Uritanet, Pasuruan –

PT Heinz ABC Indonesia (ABC) kembali melanjutkan program penanaman 1.000 pohon guna mendukung Konservasi Hutan dan Daerah Tangkapan Air (KHDTA), khususnya di wilayah Jawa Timur. Dan kali ini berkolaborasi dengan Yayasan Cempaka di daerah tangkapan air Curah Tangkil, Desa Dayurejo Kabupaten Pasuruan, Jawa Timur (8/5).

Inilah komitmen terhadap konservasi air dan lingkungan yang menjadi bagian dari pilar Environment Stewardship dalam tiga fokus utama Environment Social Governance (ESG), yang diusung oleh PT Heinz ABC Indonesia (ABC) sebagai bagian dari tujuan membangun bisnis yang berkelanjutan di Indonesia.

Perlu diketahui, program ini terus berlanjut sebagai bagian dari pelaksanaan tanggung jawab Perusahaan terhadap lingkungan, dimana sejak 2018 lalu, PT Heinz ABC Indonesia (ABC) telah berkolaborasi dengan Dinas Lingkungan Hidup dan Forum Daerah Aliran Sungai Kabupaten Pasuruan, Jawa Timur, untuk menanam setidaknya 4.000 pohon di berbagai kawasan Daerah Tangkapan Air untuk mendukung konservasi hutan dan mata air.

“Sejak awal beroperasi di tahun 1996, Pabrik Heinz ABC Indonesia di Pasuruan berkomitmen menghadirkan dampak positif bagi masyarakat dan lingkungan. Bersama sama dengan Dinas Lingkungan Hidup Kabupaten Pasuruan. Dan tahun ini kami meneruskan program penanaman 1.000 pohon, sebagai bagian dari upaya bersama memelihara sumber mata air bagi masyarakat. Kami berkomitmen untuk melakukan penanaman pohon ini secara berkala hingga setidaknya sepuluh tahun kedepan. Semoga upaya kolektif ini dapat menghadirkan dampak baik, tidak hanya bagi konservasi lingkungan, tapi juga bagi para petani dan kehidupan masyarakat setempat.” demikian jelas Hendry Pranadjaya Oeswadi, Pasuruan Plant Manager Kraft Heinz Indonesia.

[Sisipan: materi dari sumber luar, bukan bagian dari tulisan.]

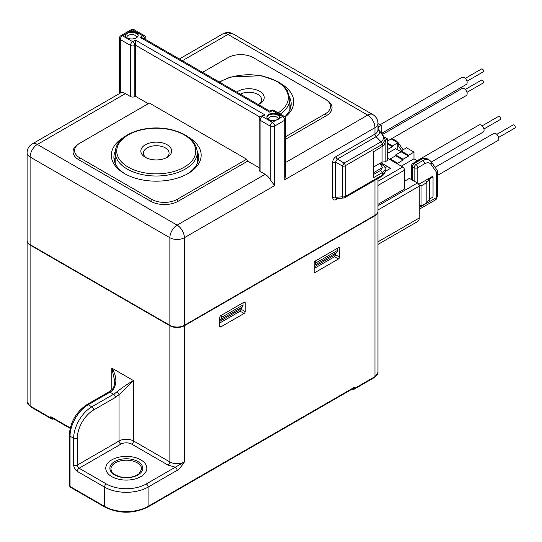 <?xml version="1.0" encoding="UTF-8"?>
<svg xmlns="http://www.w3.org/2000/svg" width="542" height="542" viewBox="0 0 542 542"><rect width="100%" height="100%" fill="white"/><g stroke="black" fill="none" stroke-linecap="round" stroke-linejoin="round"><path stroke-width="0.81" d="M437.421 175.459L497.908 140.534A4.106 2.371 -120 0 0 497.908 135.791A4.106 2.371 -120 0 0 493.796 133.42L435.111 167.309M431.371 161.99L483.22 132.058A4.106 2.371 -120 0 0 483.22 127.316A4.106 2.371 -120 0 0 479.114 124.945L417.225 160.676M498.599 137.472L514.9 128.054A1.795 1.037 -120 0 0 514.9 125.981A1.795 1.037 -120 0 0 513.105 124.945L496.797 134.355M483.911 128.989L500.212 119.579A1.795 1.037 -120 0 0 500.212 117.506A1.795 1.037 -120 0 0 498.416 116.469L482.116 125.88M417.408 160.778L413.98 158.799L413.98 152.092L406.541 147.797L401.094 150.94L401.094 151.78L395.653 148.637L387.699 153.223M419.244 207.525L436.669 197.464A2.568 1.484 0 0 0 437.421 196.421L435.605 199.815A5.135 2.961 -120 0 0 436.669 197.464L436.669 172.458L437.421 171.015L437.164 170.235M418.715 184.361L432.313 176.509L433.038 176.929L428.681 179.443L429.589 179.964L425.965 182.065L426.872 182.586L421.059 185.94L421.059 206.062L419.244 205.012M385.111 167.715L387.3 166.448M412.347 180.073L412.347 166.658A2.568 1.484 180 0 1 411.595 165.608L411.595 179.639M418.885 184.68L421.059 185.94M433.038 176.929L433.038 197.051L429.589 199.036M429.589 179.964L429.589 200.086L426.872 201.658M426.872 182.586L426.872 202.708L421.059 206.062M401.276 166.137L413.98 158.799M397.469 149.68L397.828 149.47L397.828 142.77L392.381 145.913L392.381 146.746L387.699 149.45M413.98 152.092L408.539 155.236L408.539 156.076L403.092 159.219L403.092 160.059L397.645 163.203L397.645 164.036M390.206 159.741L390.206 158.901L395.653 155.757L395.653 154.924L401.094 151.78L408.539 156.076M397.828 142.77L391.175 138.921M408.539 155.236L401.094 150.94M392.381 145.913L387.699 143.21M392.381 146.746L387.699 144.043M403.092 159.219L395.653 154.924M403.092 160.059L395.653 155.757M397.645 163.203L390.206 158.901M381.798 133.224L466.296 84.444A4.106 2.371 -120 0 0 466.926 81.151A4.106 2.371 -120 0 0 464.243 77.533A4.106 2.371 -120 0 0 462.184 77.33L380.057 124.748M387.699 140.927L466.296 95.555A4.106 2.371 -120 0 0 466.926 92.262A4.106 2.371 -120 0 0 464.243 88.644A4.106 2.371 -120 0 0 462.184 88.441L382.835 134.253M466.953 81.253L483.227 71.856A1.667 0.962 -120 0 0 483.478 70.514A1.667 0.962 -120 0 0 482.394 69.044A1.667 0.962 -120 0 0 481.553 68.963L465.28 78.36M466.953 92.357L483.227 82.96A1.667 0.962 -120 0 0 483.478 81.625A1.667 0.962 -120 0 0 482.394 80.155A1.667 0.962 -120 0 0 481.553 80.074L465.28 89.471M377.964 123.542L381.243 125.432L381.243 132.709M381.243 125.432L379.244 126.584A1.538 0.888 -60 0 0 378.153 128.474L378.153 129.47M384.698 137.255L387.699 138.996L385.226 140.419M373.506 167.058L382.076 162.112L385.159 161.794L387.699 160.33L387.699 138.996M382.076 162.112L382.076 146.862M385.159 143.19L385.159 161.794M140.825 459.86A20.535 11.856 180 0 1 146.835 468.241A20.535 11.856 180 0 1 126.306 480.097A20.535 11.856 180 0 1 105.771 468.241A20.535 11.856 180 0 1 118.447 457.292A20.535 11.856 180 0 1 140.825 459.86A20.535 11.856 180 0 1 146.835 468.241A20.535 11.856 180 0 1 134.159 479.196A20.535 11.856 180 0 1 111.781 476.628A20.535 11.856 180 0 1 105.771 468.241A20.535 11.856 180 0 1 118.447 457.292A20.535 11.856 180 0 1 140.825 459.86M379.888 163.372L384.068 165.947L385.125 167.749L385.03 169.666L383.804 171.482L382.218 172.654L373.506 177.681L373.506 151.807L384.054 145.324L385.226 142.492M30.108 244.618L30.108 157.017A10.264 5.928 180 0 1 27.1 152.824L27.1 240.431A10.264 5.928 180 0 0 30.108 244.618L169.863 325.308A10.264 5.928 180 0 0 184.382 325.308L374.962 215.282A10.264 5.928 180 0 0 377.964 211.089L377.964 178.494M336.284 198.521L343.628 198.013A2.568 1.301 -94 0 1 342.415 196.814A2.568 1.484 0 0 0 345.268 196.502L345.268 165.737A2.568 1.484 180 0 1 342.415 166.042L344.109 163.115A2.568 1.484 60 0 1 345.268 165.737L382.218 144.402A2.568 1.484 -120 0 0 381.06 141.78L376.114 136.699L337.239 159.145L335.545 162.078L335.545 197.288A2.568 1.484 0 0 0 332.7 197.593C332.883 199.883 334.007 200.533 336.081 199.551L336.826 198.291M326.318 115.731A19.505 11.26 0 0 0 326.318 99.803L325.227 99.172A17.967 10.373 180 0 1 325.227 113.84L326.318 115.731L285.654 139.206M382.218 146.774L382.218 144.402L385.179 139.7L382.157 133.562A2.568 0.976 133.1 0 0 381.324 133.556L379.603 131.896A2.568 1.03 -48.1 0 1 380.389 131.93L377.964 129.233M129.355 31.815L125.798 33.868A6.416 3.706 0 0 0 125.331 35.25A6.416 3.706 0 0 0 127.207 37.872A6.416 3.706 0 0 0 134.206 38.672A6.416 3.706 0 0 0 138.163 35.25A6.416 3.706 0 0 0 136.286 32.628A6.416 3.706 0 0 0 129.355 31.815L132.655 29.905A3.083 1.775 -120 0 0 131.117 29.756L120.954 35.623A3.083 1.775 60 0 1 122.492 35.772L132.655 41.646L135.378 40.074L264.97 114.89L262.247 116.462L272.409 122.329A3.083 1.775 60 0 1 274.591 126.103A3.083 1.775 180 0 1 270.234 126.103L270.234 179.639L274.591 185.621L274.591 126.103L284.753 120.236A3.083 1.775 180 0 0 285.654 118.976L285.654 175.066L284.753 179.754L374.962 127.675L374.962 134.077L336.081 156.53A2.568 1.484 60 0 0 336.826 158.643L344.109 163.115L381.06 141.78C384.075 139.572 384.163 136.828 381.324 133.556M373.506 174.49L380.47 170.466L382.218 172.654L382.218 175.168L345.268 196.502A2.568 1.484 60 0 1 344.732 197.681L381.69 176.34A2.568 1.484 60 0 0 382.218 175.168L385.226 171.407L390.572 168.338L380.931 162.769M377.964 129.301L379.603 131.896A11.904 6.87 180 0 1 376.114 136.699A2.568 1.484 -120 0 1 374.962 134.077A10.264 5.928 0 0 0 377.964 129.89L377.964 123.481A10.264 10.264 0 0 0 372.835 114.592L233.08 33.902A10.264 10.264 0 0 0 222.809 33.902L179.375 58.983M336.081 156.53C334.001 157.925 332.869 159.876 332.7 162.383L335.545 162.078L342.415 166.042L342.415 196.814L335.545 197.288L336.284 198.528M382.218 164.585L379.217 163.759M380.47 170.466L382.598 167.492L380.349 164.348M373.506 172.735L382.598 167.492M115.216 151.279A42.351 24.451 0 0 0 113.901 157.329A42.351 24.451 0 0 0 125.419 174.097M115.182 157.647A42.351 24.451 0 0 0 114.247 160.473M187.078 174.097A42.351 24.451 0 0 0 198.602 157.329A42.351 24.451 0 0 0 197.281 151.279M198.25 160.473A42.351 24.451 0 0 0 197.322 157.647M284.767 116.815A42.351 24.451 0 0 0 291.169 103.888A42.351 24.451 0 0 0 289.848 97.831M290.817 107.031A42.351 24.451 0 0 0 289.889 104.2M277.856 114.369A6.416 3.706 0 0 0 270.865 113.563A6.416 3.706 0 0 0 266.901 116.984A6.416 3.706 0 0 0 268.785 119.606A6.416 3.706 0 0 0 275.715 120.426L279.272 118.373A6.416 3.706 0 0 0 279.733 116.984A6.416 3.706 0 0 0 277.856 114.369M285.038 117.126A44.918 25.935 0 0 0 281.278 83.868M123.793 137.309A44.918 25.935 0 0 0 124.491 173.575A44.918 25.935 0 0 0 188.013 173.575A44.918 25.935 0 0 0 188.711 137.309M125.398 93.617A10.264 5.928 -120 0 0 120.31 93.082L32.235 143.935A10.264 5.928 60 0 1 37.364 144.443L125.398 93.617L130.48 96.551A3.083 1.775 0 0 0 134.836 96.551L134.836 45.413A3.083 1.775 180 0 1 130.48 45.413L130.48 96.551M270.234 179.639A10.264 5.928 -120 0 0 265.153 174.307L260.072 171.374L260.072 120.236L270.234 126.103A3.083 1.775 -60 0 1 272.409 122.329L275.715 120.426M259.164 118.976A3.083 1.775 0 0 0 260.072 120.236A3.083 1.775 120 0 1 262.247 116.462A3.083 1.775 60 0 0 260.709 116.313A3.083 3.083 0 0 0 259.164 118.976L259.164 170.113A3.083 1.775 0 0 0 260.072 171.374M78.753 159.741L79.837 157.857A17.967 10.373 180 0 1 79.837 143.183L78.753 143.813A19.505 11.26 0 0 0 78.753 159.741L150.622 201.238A19.505 11.26 0 0 0 178.21 201.238L247.728 161.103L259.164 167.708M134.836 96.551L135.378 96.239L148.264 103.678M326.318 99.803L253.351 57.676A17.967 10.373 180 0 0 227.945 57.676L202.532 72.35M285.654 136.692L325.227 113.84M135.378 96.239L135.378 45.101L259.896 116.991M247.728 161.103L246.637 159.219L149.355 103.048L78.753 143.813M178.21 201.238L177.126 199.354L246.637 159.219M177.126 199.354A17.967 10.373 180 0 1 151.713 199.354L150.622 201.238M79.837 157.857L151.713 199.354M279.272 118.373L282.578 116.462L272.409 110.595L269.692 112.167C269.692 110.812 269.692 110.812 269.692 112.167C269.692 110.812 269.692 110.812 269.692 112.167L140.1 37.344L142.817 35.772L132.655 29.905A3.083 1.775 -60 0 1 134.192 29.756A3.083 3.083 0 0 0 131.117 29.756M284.753 179.754L284.753 120.236A3.083 1.775 -120 0 0 282.578 116.462A3.083 1.775 -60 0 1 284.116 116.313L273.954 110.439A3.083 1.775 120 0 0 272.409 110.595A3.083 1.775 -120 0 0 270.871 110.439L269.692 111.124L143.176 38.082L140.1 37.344M264.97 114.89L260.709 116.313M135.378 40.074L135.378 45.101L134.836 45.413A3.083 1.775 60 0 0 132.655 41.646A3.083 1.775 -60 0 0 130.48 45.413L120.31 39.546A3.083 1.775 180 0 1 119.409 38.292L119.409 93.603M258.717 104.41A12.832 7.412 0 0 0 261.65 99.694A12.832 7.412 0 0 0 257.836 94.423A12.832 7.412 0 0 0 240.296 94.152M236.725 92.093A15.4 8.889 180 0 1 259.638 91.273A15.4 8.889 180 0 1 259.706 103.888A15.4 8.889 180 0 1 258.358 104.579M166.15 157.857A12.832 7.412 0 0 0 169.084 153.142A12.832 7.412 0 0 0 165.269 147.864A12.832 7.412 0 0 0 151.299 146.299A12.832 7.412 0 0 0 143.42 153.142A12.832 7.412 0 0 0 146.354 157.857M167.071 144.714A15.4 8.889 180 0 1 167.139 157.329A15.4 8.889 180 0 1 145.358 157.329A15.4 8.889 180 0 1 145.324 144.775A15.4 8.889 180 0 1 167.071 144.714M377.964 185.459L404.542 170.113A2.568 1.484 -120 0 0 402.726 166.97L387.699 158.298M404.542 170.113L404.542 188.982L377.964 204.32M404.542 181.224L409.447 178.393L417.428 183.006A2.568 1.484 60 0 1 419.244 186.15L419.244 218.006A7.703 4.444 60 0 1 417.652 221.529L377.964 244.442M70.236 427.909L50.799 416.69L50.799 417.943L30.108 405.999L30.108 245.038L169.863 325.728A10.264 5.928 0 0 0 184.382 325.728L374.962 215.702A10.264 5.928 0 0 0 377.964 211.509A10.264 5.928 0 0 0 377.964 211.299M30.108 245.038A10.264 5.928 180 0 1 27.1 240.851A10.264 5.928 180 0 1 27.107 240.641M315.248 261.075A1.538 0.888 120 0 0 314.157 262.958L314.157 271.759A1.538 0.888 120 0 0 314.475 272.47A1.538 0.888 120 0 0 315.248 272.389L338.479 258.974A1.538 0.888 120 0 0 339.57 257.091L339.57 248.29A1.538 0.888 120 0 0 339.251 247.586A1.538 0.888 120 0 0 338.479 247.66L315.248 261.075M220.865 315.566A1.538 0.888 120 0 0 219.774 317.449L219.774 326.25A1.538 0.888 120 0 0 220.093 326.955A1.538 0.888 120 0 0 220.865 326.88L244.096 313.466A1.538 0.888 120 0 0 245.187 311.582L245.187 302.782A1.538 0.888 120 0 0 244.869 302.077A1.538 0.888 120 0 0 244.096 302.151L220.865 315.566M177.126 470.341C179.158 469.751 183.474 463.464 184.382 461.953L175.31 467.197A2.568 1.484 60 0 1 177.126 470.341L148.081 487.102A30.799 17.784 180 0 1 104.525 487.102L77.296 471.384C75.108 469.86 73.895 467.766 73.665 465.097A2.568 1.484 0 0 0 77.296 465.097L77.296 438.275A23.103 13.34 -60 0 1 93.63 409.982L115.412 397.408L119.044 394.698A2.568 0.996 -132.7 0 0 116.706 391.941A15.4 8.889 -60 0 1 113.596 394.264A2.568 1.484 60 0 1 115.412 397.408M314.157 266.881L333.967 255.445L336.724 252.518A5.135 2.961 -120 0 0 337.388 250.485L337.388 248.29L315.607 260.865L315.607 263.06A5.135 2.961 60 0 1 314.943 265.092L314.157 265.926M219.774 321.365L239.584 309.929L242.342 307.009A5.135 2.961 -120 0 0 243.006 304.977L243.006 302.782L221.231 315.356L221.231 317.551A5.135 2.961 60 0 1 220.567 319.584L219.774 320.417M352.09 389.122L352.09 389.861L351.453 389.495M335.844 253.453L335.749 254.889L334.577 256.725L314.157 268.514M241.461 307.944L241.366 309.374L240.194 311.216L219.774 323.005M77.296 471.384A2.568 1.484 -60 0 1 79.112 468.241L120.859 444.142A2.568 1.484 60 0 1 119.044 440.998L119.044 394.698L133.562 380.64C128.881 383.092 123.264 386.859 116.706 391.941M113.082 389.847A2.568 0.996 -132.7 0 0 111.862 389.664L108.685 392.035A2.568 1.484 60 0 1 109.965 392.164A15.4 8.889 120 0 0 113.082 389.847C117.18 383.343 116.747 376.087 111.781 368.065L114.789 381.405M53.617 418.831L52.974 419.203L52.974 418.465M352.09 389.861L353.181 389.752L354.272 388.6L354.272 387.347L148.081 506.384L148.081 487.102A2.568 1.484 60 0 0 146.265 483.959A28.238 16.301 180 0 1 106.34 483.959A2.568 1.484 120 0 0 104.525 487.102L104.525 506.384A1.538 0.888 120 0 0 104.843 507.088C119.152 513.918 133.454 513.918 147.763 507.088L353.181 388.499L354.272 387.347M50.799 416.69L51.89 417.835L70.128 428.37M50.799 417.943L51.89 419.095L52.974 419.203M374.603 215.486A9.756 5.63 180 0 1 374.597 215.492L184.023 325.518A9.756 5.63 180 0 1 170.229 325.518L30.467 244.828A9.756 5.63 0 0 0 30.467 244.828L30.467 244.828M401.676 150.601L397.828 145.127M436.669 172.458L430.937 164.307C429.488 162.465 427.394 162.275 424.65 163.745L417.794 167.708L417.794 183.257M391.744 139.253A12.832 7.412 -60 0 1 394.407 139.85L396.222 140.893A12.832 7.412 120 0 0 393.56 140.303M397.909 145.236A2.568 2.026 -35.1 0 0 398.194 142.715L396.222 140.893M419.738 159.429L412.882 163.386A2.568 1.484 60 0 1 414.163 163.515L421.026 159.558A2.568 1.484 -120 0 0 419.738 159.429C421.69 157.891 424.257 157.722 427.442 158.921A12.832 7.412 -60 0 0 421.026 159.558L422.841 160.601L415.978 164.565A2.568 1.484 60 0 1 417.794 167.708A2.568 1.484 180 0 1 414.163 167.708L414.163 181.123M424.65 163.745A2.568 1.484 -120 0 0 422.841 160.601A12.832 7.412 120 0 1 429.257 159.965L427.442 158.921M430.937 164.307A2.568 2.026 -35.1 0 0 431.229 161.787L429.257 159.965M414.163 163.515L415.978 164.565A2.568 1.484 120 0 0 414.163 167.708L412.347 166.658A2.568 1.484 -60 0 1 414.163 163.515M377.964 125.852L379.244 126.584M137.194 462.793A15.4 8.889 180 0 1 141.706 469.081L138.793 473.979C133.799 477.36 127.546 478.301 120.039 476.791C109.741 473.064 111.937 471.398 110.9 469.081A15.4 8.889 180 0 1 120.412 460.869A15.4 8.889 180 0 1 137.194 462.793M137.919 461.533A16.429 9.485 0 0 0 110.433 465.788A16.429 9.485 0 0 0 130.554 477.407A16.429 9.485 0 0 0 137.919 461.533M184.382 325.308L184.382 237.701L274.591 185.621M374.962 180.229L374.962 215.282M336.108 199.537L338.072 198.399M332.7 162.383L332.7 197.593M265.153 174.307L177.126 225.126L37.364 144.443A10.264 5.928 -60 0 0 30.108 157.017L169.863 237.701L169.863 325.308M184.382 237.701A10.264 5.928 180 0 1 169.863 237.701A10.264 5.928 -60 0 1 177.126 225.126A10.264 5.928 -120 0 1 184.382 237.701M182.383 60.718L227.945 34.41A10.264 5.928 -60 0 1 233.08 33.902M222.809 33.902A10.264 5.928 -120 0 1 227.945 34.41L367.7 115.1A10.264 5.928 -60 0 1 372.835 114.592M377.964 123.481A10.264 5.928 0 0 1 374.962 127.675A10.264 5.928 -120 0 0 367.7 115.1L285.654 162.471M125.371 35.67A6.416 3.706 180 0 1 129.633 32.595A6.416 3.706 180 0 1 136.286 33.468A6.416 3.706 180 0 1 138.122 35.67M136.591 37.683A4.878 2.818 0 0 0 135.195 35.359A4.878 2.818 0 0 0 129.619 34.817A4.878 2.818 0 0 0 126.903 37.683M266.942 117.404A6.416 3.706 180 0 1 271.203 114.328A6.416 3.706 180 0 1 277.856 115.202A6.416 3.706 180 0 1 279.692 117.404M278.154 119.457A4.878 2.818 0 0 0 276.766 117.092A4.878 2.818 0 0 0 271.19 116.55A4.878 2.818 0 0 0 268.48 119.416M120.31 93.082L120.31 39.546A3.083 1.775 120 0 1 122.492 35.772L125.798 33.868M144.965 39.119A3.083 1.775 -120 0 0 142.817 35.772A3.083 1.775 -60 0 1 144.362 35.623L134.192 29.756M145.9 39.654L145.9 38.292A3.083 1.775 180 0 1 145.324 39.322M278.175 112.878A39.532 22.825 0 0 0 276.034 81.049A39.532 22.825 0 0 0 220.865 81.463A39.532 22.825 0 0 0 219.618 82.215M289.889 109.863L289.889 98.861A41.07 23.712 180 0 1 280.282 114.098M128.474 167.282A39.532 22.825 0 0 0 184.321 167.112A39.532 22.825 0 0 0 184.144 134.87A39.532 22.825 0 0 0 128.298 134.904A39.532 22.825 0 0 0 128.474 167.282M197.322 152.302A41.07 23.712 180 0 1 172.085 174.178A41.07 23.712 180 0 1 127.39 169.172A41.07 23.712 180 0 1 115.182 152.302C115.907 142.316 123.488 135.039 137.912 130.48C147.966 127.634 158.318 127.187 168.975 129.125C186.726 133.047 196.177 140.778 197.322 152.302L197.322 163.305M374.962 215.702L374.962 376.656A10.264 5.928 0 0 0 377.964 372.469L377.964 211.509M169.863 325.728L169.863 461.953A10.264 5.928 0 0 0 184.382 461.953L184.382 325.728M51.89 419.095L30.427 406.703A1.538 0.888 -60 0 1 30.108 405.999A10.264 5.928 180 0 1 27.1 401.805L27.1 240.851M111.781 389.759L111.781 368.065L133.562 380.64L133.562 440.998A10.264 5.928 0 0 0 119.044 440.998L77.296 465.097A2.568 1.484 60 0 0 79.112 468.241L106.34 483.959M146.265 483.959L175.31 467.197L168.047 465.097A2.568 1.484 -60 0 0 169.863 461.953L133.562 440.998A2.568 1.484 120 0 1 131.747 444.142A7.703 4.444 180 0 0 120.859 444.142M353.181 389.752L374.644 377.361A1.538 0.888 -120 0 0 374.962 376.656L354.272 388.6M377.964 181.272L402.726 166.97M315.607 263.06L337.388 250.485M336.724 252.518L314.943 265.092M221.231 317.551L243.006 304.977M242.342 307.009L220.567 319.584M73.665 465.097L73.665 438.275A2.568 1.484 0 0 0 77.296 438.275M108.685 392.035L86.903 404.61A2.568 1.484 60 0 1 88.19 404.738A25.67 14.817 -60 0 0 70.04 436.174L73.665 438.275A25.67 14.817 -60 0 1 91.815 406.839A2.568 1.484 60 0 1 93.63 409.982M91.815 406.839L113.596 394.264L109.965 392.164L88.19 404.738L91.815 406.839M147.763 507.088A1.538 0.888 60 0 0 148.081 506.384A30.799 17.784 180 0 1 104.525 506.384L70.04 486.479L70.04 436.174A2.568 1.484 180 0 1 69.288 435.131L69.288 485.429A2.568 1.484 0 0 0 70.04 486.479A1.538 0.888 120 0 0 70.358 487.183L69.288 485.429M168.047 465.097L131.747 444.142M417.428 183.006L377.964 205.791M377.964 209.984L419.244 186.15M377.964 241.84L419.244 218.006M315.248 272.389L314.157 271.759M338.479 258.974L334.577 256.725M339.57 257.091L335.749 254.889M339.57 248.29L338.479 247.66M220.865 326.88L219.774 326.25M244.096 313.466L240.194 311.216M245.187 311.582L241.366 309.374M245.187 302.782L244.096 302.151M437.421 196.421L437.421 171.13M391.344 139.023L394.407 139.85M398.194 142.715L403.146 149.755M431.229 161.787L437.143 170.202M419.244 209.266L435.605 199.815M412.882 163.386A2.568 2.568 0 0 0 411.608 165.364M381.69 176.34L383.878 174.592L385.105 172.166M343.628 198.013A2.568 2.568 0 0 0 344.732 197.681M385.226 139.789L385.226 142.431M382.157 133.562L380.389 131.93M385.226 168.616L385.226 171.407M32.235 143.935A10.264 10.264 0 0 0 27.1 152.824M120.954 35.623A3.083 3.083 0 0 0 119.409 38.292M145.9 38.292A3.083 3.083 0 0 0 144.362 35.623M285.654 118.976A3.083 3.083 0 0 0 284.116 116.313M273.954 110.439A3.083 3.083 0 0 0 270.871 110.439M289.889 98.861L287.199 90.135L283.391 85.643L277.673 81.463L261.535 75.684L230.479 77.032L219.158 81.95M115.182 163.305L115.182 152.302M86.903 404.61C76.151 411.967 70.277 422.137 69.288 435.131M70.358 487.183L104.843 507.088M114.789 381.209C114.477 385.735 113.502 388.553 111.855 389.664M30.427 406.703L27.1 401.805M377.964 372.469L374.644 377.361"/></g></svg>

Sementara Sarifudin Lathif, selaku Direktur Yayasan Cempaka menambahkan bahwa, “Tahun ini, ada 1.000 bibit tanaman yang kembali kami tanam bersama PT Heinz ABC Indonesia (ABC), dimana sebagaian besar merupakan jenis tanaman buah, seperti Alpukat, Durian, Kopi, Kayu Manis, serta tanaman lokal seperti Pohon Sintok. Selain untuk tujuan konservasi area resapan air, juga diharapkan meningkatkan perekonomi petani dan masyarakat dengan sistem agroforestri.”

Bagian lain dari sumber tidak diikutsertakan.